La carrozza di fermò davanti casa Nottern, illuminata per metà. Dorian si girò verso la ragazza, avvicinando il suo viso a quello della donzella. Si scambiarono un dolce bacio, quasi casto, prima che lui le dicesse: “So che cosa siete, voi e la vostra famiglia, signorina Lucille. Se mi farete l'onore di pranzare a casa mia domani, vi farò vedere ciò che sono io. Sono deciso a conquistarvi, signorina, e non mi importa quante sfide dovrò affrontare, perché due esseri come noi, simili su molti aspetti, non dovrebbero passare l'eternità da soli o in balia di un amore non corrisposto.”

“Che cosa significa tutto ciò, Dorian?”

“Vi verrà spiegato tutto domani, Lucille.”, il bell'uomo sorrise, rivelando una dentatura perfetta, mentre gli occhi scintillarono nel buio della notte. Il giovane uomo scese dalla carrozza, aiutando la sua bella accompagnatrice a fare lo stesso. La guardò, aggiustandole una ciocca sfuggita dalla acconciatura. “Fate sogni d'oro e sappiate che chiunque egli sia, non vi merita.”

 

 

 

“James, uccidimi!”, William era in preda alla collera più buia. Una delle ennesime crisi di pazzia lo aveva assalito dopo aver svuotato quasi tutta la collezione segreta di Vladimir in poche ore, si parlava di centocinquanta vini prelibati che aveva pagato un occhio della testa. Si era rifugiato nel salone dell'appartamento nuovo dei Nottern, quello in cui avevano dato la festa, dopo la litigata con Lucille e andava avanti così da ore. Non voleva vedere nessuno, solo James e ogni tanto borbottava un nome tra i vari sorseggi di assenzio, tra le altre cose.
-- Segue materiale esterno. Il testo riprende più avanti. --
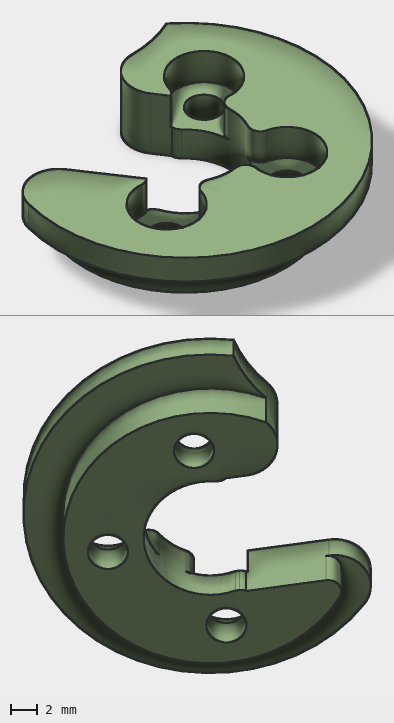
import cadquery as cq
import math

outer_radius = 14.05
boss_radius = 11.04
bore_radius = 5.0
slot_half_width = 5.03
total_height = 5.8
flange_thickness = 2.3
pocket_depth = 3.0

hole_offset = 5.5
hole_diameter = 3.0
pocket_radius = 3.0
pocket_neck_radius = 1.0

tip_x = -12.3
end_radius = 2.72
left_end_along = 3.6
left_end_angle = 188.0
boss_end_radius = 1.0

lip_length = 2.25
lip_half_gap = 4.85
lip_round_radius = 0.8

pocket_floor = total_height - pocket_depth
boss_height = total_height - flange_thickness
cut_margin = 0.28
slot_angle = 225.0
pocket_angles = (45.0, 135.0, -45.0)


def polar(radius, angle, center=(0.0, 0.0)):
    """Point at a radius and an angle in degrees around a centre."""
    turn = math.radians(angle)
    return (center[0] + radius * math.cos(turn), center[1] + radius * math.sin(turn))


def slot_point(along, across):
    """Point given along the slot and across it (positive across is the lower right side)."""
    return polar(across, slot_angle + 90, polar(along, slot_angle))


def cylinder(center, radius, bottom, top):
    return cq.Workplane("XY", origin=(*center, bottom)).circle(radius).extrude(top - bottom)


def wall_end_along(rim_radius, end_round):
    """Distance along the slot of a round tangent to the slot wall and to an outer rim."""
    return math.sqrt((rim_radius - end_round) ** 2 - (slot_half_width + end_round) ** 2)


def plate():
    """Full-height C outline with the bore and slot open."""
    end_across = slot_half_width + end_radius
    lower_along = wall_end_along(outer_radius, end_radius)
    lower_center = slot_point(lower_along, end_across)
    lower_angle = math.degrees(math.atan2(lower_center[1], lower_center[0]))
    left_center = slot_point(left_end_along, -end_across)
    tip = (tip_x, math.sqrt(outer_radius ** 2 - tip_x ** 2))
    flank_start = polar(end_radius, left_end_angle, left_center)
    wall_direction = slot_angle + 90
    left_middle = (left_end_angle + wall_direction) / 2
    lower_middle = (lower_angle + wall_direction - 180 - 360) / 2
    outline = (
        cq.Workplane("XY")
        .moveTo(*tip)
        .threePointArc((outer_radius, 0), polar(outer_radius, lower_angle))
        .threePointArc(
            polar(end_radius, lower_middle, lower_center), slot_point(lower_along, slot_half_width)
        )
        .lineTo(*slot_point(0, slot_half_width))
        .lineTo(*slot_point(0, -slot_half_width))
        .lineTo(*slot_point(left_end_along, -slot_half_width))
        .threePointArc(polar(end_radius, left_middle, left_center), flank_start)
        .tangentArcPoint(tip, relative=False)
        .close()
    )
    bore = cylinder((0, 0), bore_radius, -cut_margin, total_height + cut_margin)
    return outline.extrude(total_height).cut(bore)


def boss_surround():
    """Material to remove below the flange, outside the round boss."""
    blank = cylinder((0, 0), outer_radius + cut_margin, 0, boss_height)
    return blank.cut(cylinder((0, 0), boss_radius, 0, boss_height))


def boss_corner():
    """Sharp corner to remove so the boss ends in a round beside the slot."""
    along = wall_end_along(boss_radius, boss_end_radius)
    center = slot_point(along, slot_half_width + boss_end_radius)
    rim_angle = math.degrees(math.atan2(center[1], center[0]))
    corner = (
        cq.Workplane("XY")
        .moveTo(*center)
        .lineTo(*slot_point(along, slot_half_width))
        .lineTo(*slot_point(boss_radius, slot_half_width))
        .lineTo(*polar(boss_radius + cut_margin, rim_angle))
        .close()
        .extrude(boss_height)
    )
    return corner.cut(cylinder(center, boss_end_radius, 0, boss_height))


def lip(side):
    """Rounded lip below the pocket floor; side is +1 or -1 across the slot."""
    inner = side * lip_half_gap
    outer = side * (slot_half_width + lip_round_radius)
    round_start = lip_length - lip_round_radius
    round_center = slot_point(round_start, inner + side * lip_round_radius)
    middle = polar(lip_round_radius, slot_angle - side * 45, round_center)
    body = (
        cq.Workplane("XY")
        .moveTo(*slot_point(0, outer))
        .lineTo(*slot_point(0, inner))
        .lineTo(*slot_point(round_start, inner))
        .threePointArc(middle, slot_point(lip_length, inner + side * lip_round_radius))
        .lineTo(*slot_point(lip_length, outer))
        .close()
        .extrude(pocket_floor)
    )
    return body.cut(cylinder((0, 0), bore_radius, 0, pocket_floor))


def pocket(angle):
    """Screw-head pocket with a rounded neck opening into the bore, and its through hole."""
    hole_distance = hole_offset * math.sqrt(2)
    center = polar(hole_distance, angle)
    top = total_height + cut_margin
    to_bore = bore_radius + pocket_neck_radius
    to_hole = pocket_radius + pocket_neck_radius
    cosine = (to_bore ** 2 + hole_distance ** 2 - to_hole ** 2) / (2 * to_bore * hole_distance)
    spread = math.degrees(math.acos(cosine))
    neck_centers = [polar(to_bore, angle + turn) for turn in (-spread, spread)]
    neck = (
        cq.Workplane("XY", origin=(0, 0, pocket_floor))
        .polyline([(0, 0), neck_centers[0], center, neck_centers[1]])
        .close()
        .extrude(top - pocket_floor)
    )
    for neck_center in neck_centers:
        neck = neck.cut(cylinder(neck_center, pocket_neck_radius, pocket_floor, top))
    recess = cylinder(center, pocket_radius, pocket_floor, top)
    hole = cylinder(center, hole_diameter / 2, -cut_margin, top)
    return neck.union(recess).union(hole)


result = plate().cut(boss_surround()).cut(boss_corner())
for lip_side in (-1, 1):
    result = result.union(lip(lip_side))
for pocket_angle in pocket_angles:
    result = result.cut(pocket(pocket_angle))

Era completamente fuori di se e sembrava perso in un mondo parallelo, fatto di dolore, depressione, urla, fuoco e fiamme. Un posto che solo le persone maledette come lui conoscevano benissimo. Aveva preso la penna e un foglio bianco dopo tanto tempo e aveva scritto qualcosa, qualcosa privo di senso che continuava a leggere, avendo capito di essere completamente irrecuperabile e che non c'era nient'altro da fare per lui, maledetto essere vivente, piaga dell'umanità, essere senza amore, autodistruttivo e disastrato com'era.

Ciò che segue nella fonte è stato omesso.